When the "authorities" send their highly experienced and never wrong tortoise identifiers your way, how will they be able to tell which side of the border this tortoise came from?

If I recall correctly, there is nothing in the law denoting that Gopherus species that occur both here and in Mexico are in any way different in the eyes of the law. The whole species is "protected" (can also be read as restricted). I don't think they care where it came from. Some of these enforcement agents are despicable people doing despicable things.


----------



## ascott (May 7, 2014)

Well, you did not participate in the moving of the tort over state lines....for all you know these are offspring from someones long term care tortoise that would not have been part of the permitting requirements....I would simply take them in and care for them as turned in tortoise...period. It is not illegal for one to be in another state, it is illegal to move them from their home state....the deed has already been done, wether it be in the last year or parents 75 years ago.....you are simply taking in a turned over tort....


----------



## Tom (May 7, 2014)

ascott said:


> Well, you did not participate in the moving of the tort over state lines....for all you know these are offspring from someones long term care tortoise that would not have been part of the permitting requirements....I would simply take them in and care for them as turned in tortoise...period. It is not illegal for one to be in another state, it is illegal to move them from their home state....the deed has already been done, wether it be in the last year or parents 75 years ago.....you are simply taking in a turned over tort....
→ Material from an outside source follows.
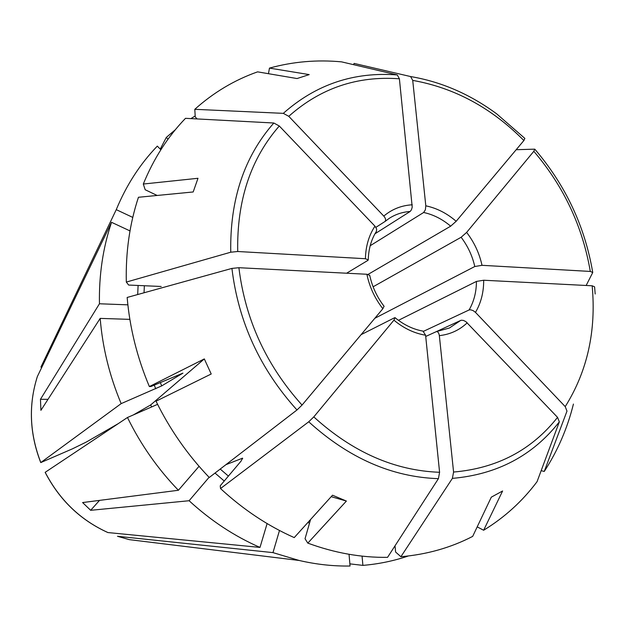 <?xml version="1.0" encoding="UTF-8"?>
<svg xmlns="http://www.w3.org/2000/svg" width="627" height="627" viewBox="0 0 627 627"><rect width="100%" height="100%" fill="white"/><g stroke="black" fill="none" stroke-linecap="round" stroke-linejoin="round"><path stroke-width="0.94" d="M373.104 286.79L461.127 237.265L466.637 232.398L533.828 151.295C563.751 186.415 582.577 226.457 590.305 271.436L482.006 265.315L474.78 266.522L374.821 318.297M516.186 149.712L534.776 149.155L533.828 151.295M586.159 285.481L592.742 272.51L590.305 271.436M398.443 320.334L476.442 281.421L483.683 280.238L592.162 285.787C596.34 330.985 587.366 371.262 565.225 406.617L475.478 312.371L473.15 310.624L470.681 309.793L469.09 309.965L423.586 331.283M595.18 294.016L594.592 286.837L592.162 285.787M573.431 404.062C567.349 428.468 557.622 450.931 544.244 471.449L566.988 411.116L565.225 406.617M460.829 320.342L449.371 328.031L436.376 331.589L461.174 320.225L463.384 320.397L465.885 321.643L557.552 417.363C531.696 450.068 497.039 468.298 453.58 472.045L439.347 335.641C438.908 332.921 437.928 331.573 436.416 331.589L425.717 336.464M453.58 472.045L452.388 478.377L400.896 556.721C426.799 554.511 450.727 547.732 472.68 536.391L491.309 497.156L502.611 490.98L483.636 530.254L477.202 526.868M452.388 478.377C497.164 474.459 532.817 455.617 559.339 421.853L557.552 417.363M559.339 421.853L537.057 481.677C522.377 501.247 504.578 517.44 483.636 530.254M310.553 519.524L305.043 538.75L307.81 543.123L346.394 501.059L331.181 496.678M117.468 536.281L129.264 539.635L117.5 536.289L272.972 552.622L279.485 530.489M308.719 421.799C348.8 458.157 392.032 477.116 438.414 478.66L439.59 472.288L425.592 335.218C414.275 333.329 403.725 328.313 393.921 320.17L313.79 416.9L308.719 421.799L220.516 488.551C243.174 509.5 267.745 525.849 294.235 537.598L332.514 495.205L346.394 501.059M362.069 556.125L362.892 565.382L349.874 563.861M400.896 556.721L395.606 552.026L395.018 545.803M40.747 462.585C29.524 433.547 28.395 404.87 37.354 376.553C28.419 404.823 29.563 433.492 40.802 462.554L121.16 403.623L161.695 385.903L182.943 373.128L150.997 386.491L149.359 386.561L204.316 358.918L150.66 404.948L133.363 414.925M40.755 462.593L72.434 448.838L86.369 442.019L118.244 423.64M209.089 477.304L189.103 500.73L90.664 510.307L99.528 500.385M220.516 488.551L220.242 485.753L241.05 461.119L242.586 458.165L225.9 464.685M393.921 320.17L395.026 317.701L394.25 317.913L361.105 334.653M199.049 466.308L178.397 490.267L82.599 502.556L90.664 510.307M157.142 195.459L145.182 189.746L143.309 184.032L197.991 178.287L193.187 191.964L138.449 197.278C129.671 223.776 125.627 252.038 126.317 282.079L128.66 285.05L161.202 286.476M40.92 367.093L116.261 209.653L132.767 217.404M47.997 399.344L40.465 399.289L99.45 303.774C98.917 274.979 102.953 247.822 111.543 222.311L130.001 230.916M365.431 258.724C365.69 246.317 368.864 235.462 374.954 226.167L279.297 126.003L273.827 123.01C244.201 156.617 229.843 199.684 230.752 252.211L237.711 251.505L365.431 258.724L368.206 259.962L367.641 260.534L346.621 273.215M230.752 252.211L126.317 282.079M127.877 304.84L99.45 303.774M397.291 74.934C353.934 71.611 315.937 84.418 283.31 113.354L194.801 109.31C213.603 92.467 234.537 79.982 257.595 71.854L297.041 78.547L309.197 74.605L269.469 68.1C292.981 61.634 317.011 59.557 341.574 61.861L397.291 74.934L399.399 78.798L412.213 207.114L411.453 209.794L410.144 211.479L374.962 233.793M410.583 76.549L412.723 80.397L425.804 205.821C436.8 208.14 446.918 213.29 456.166 221.284L523.89 140.519L524.87 138.41L496.733 113.895C470.031 94.207 441.314 81.761 410.583 76.549L354.098 63.413L353.55 64.675M375.894 227.35L385.002 221.488C386.114 220.187 385.715 218.392 383.795 216.096L288.765 116.316C320.397 88.18 357.272 75.679 399.399 78.798M116.261 209.653C126.395 185.145 140.08 163.968 157.314 146.115L160.857 149.743M168.012 139.202L166.288 137.423L160.253 149.124M166.288 137.423L175.333 129.742M190.914 118.613L195.177 115.971M231.919 268.411C238.378 321.894 260.072 369.084 296.979 409.98L302.049 405.073C266.31 365.361 245.259 319.566 238.895 267.705L231.919 268.411L127.156 297.457C129.726 327.764 137.125 357.468 149.359 386.561M384.037 306.289L382.854 308.711L302.049 405.073M382.854 308.711C374.805 298.381 369.483 286.892 366.889 274.258L238.895 267.705M150.66 404.948L151.64 406.947M204.316 358.918L211.213 373.998L156.029 401.202C169.972 429.605 187.724 455.03 209.269 477.484L296.979 409.98M283.31 113.354L288.765 116.316M456.166 221.284L450.664 226.182L368.096 274.391M425.804 205.821L425.365 209.81L423.656 212.482L370.189 245.737M408.302 555.984C393.819 560.922 378.677 564.057 362.892 565.382M349.043 554.292L350.054 566.016C333.274 566.291 316.306 564.449 299.157 560.467L272.972 552.622M178.397 490.267C157.73 468.871 140.754 444.614 127.469 417.496L45.199 472.303C59.573 500.017 80.483 520.104 107.93 532.558L259.993 547.418C234.467 536.257 210.837 520.692 189.103 500.73M259.993 547.418L267.102 523.576M127.469 417.496L157.589 404.344M121.16 403.623C109.506 375.832 102.514 347.421 100.187 318.391L129.86 319.37M40.465 399.289L40.912 410.332L100.187 318.391M37.354 376.545L111.543 222.311M194.801 109.31L195.24 116.959L197.152 118.942M544.244 471.449L541.164 470.658M143.309 184.032C153.701 158.615 167.762 136.71 185.498 118.323L273.827 123.01M268.458 73.696L269.469 68.1M366.889 274.258L369.687 275.371M374.954 226.167L376.662 228.996L376.451 231.292M438.414 478.66L387.557 557.348C361.168 557.709 334.591 552.967 307.81 543.123M425.592 335.218L422.998 331.127M354.098 63.413L387.22 71.11M466.637 232.398C474.239 242.296 479.365 253.269 482.006 265.315M461.127 237.265C467.805 246.097 472.358 255.847 474.78 266.522M483.683 280.238C483.746 292.213 481.011 302.927 475.478 312.371M467.225 322.787C459.505 330.131 450.21 334.418 439.347 335.641M412.723 80.397C454.489 87.819 491.544 107.86 523.89 140.519M383.795 216.096C391.961 209.191 401.46 205.421 412.268 204.786M237.711 251.505C236.802 200.554 250.667 158.717 279.297 126.003M439.59 472.288C394.587 470.634 352.656 452.177 313.79 416.9M228.393 476.097L220.226 469.051M242.649 458.698L242.14 458.227M161.695 385.903L160.3 382.501M144.038 292.778L144.367 285.732M385.166 221.339L389.375 218.259C395.653 214.262 402.581 212.004 410.144 211.479M423.656 212.482C433.406 214.606 442.403 219.176 450.664 226.182M476.442 281.421C476.387 292.025 473.941 301.54 469.09 309.965M309.558 523.012L307.763 522.612M224.239 481.019L215.014 473.064M155.739 388.756L154.242 385.096M137.681 294.541L138.112 285.457M534.98 149.383C565.53 185.239 584.764 226.135 592.672 272.071M384.994 221.503L389.375 218.259M129.264 539.635L299.157 560.467M107.875 532.55C80.413 520.096 59.51 500.032 45.152 472.35M423.068 331.127C413.154 329.363 403.788 324.857 394.971 317.607M384.132 306.352C376.937 296.979 372.132 286.617 369.703 275.261M368.237 260.056C368.535 249.005 371.278 239.404 376.49 231.253"/></g></svg>

I'm pretty sure it doesn't work that way. If it did everyone all over the country would have them.


----------



## ascott (May 7, 2014)

Tom, loads of folks do have them all over the country....there was a time that there was no regulations for this species and once the torts are in another state there is little that an agent will do if one or two are located under care in another state....is it "legal"? there is no exact answer...the crime is the_* transport*_ of the tort over state line / *removal* of tort out of their native state....pretty sure.


----------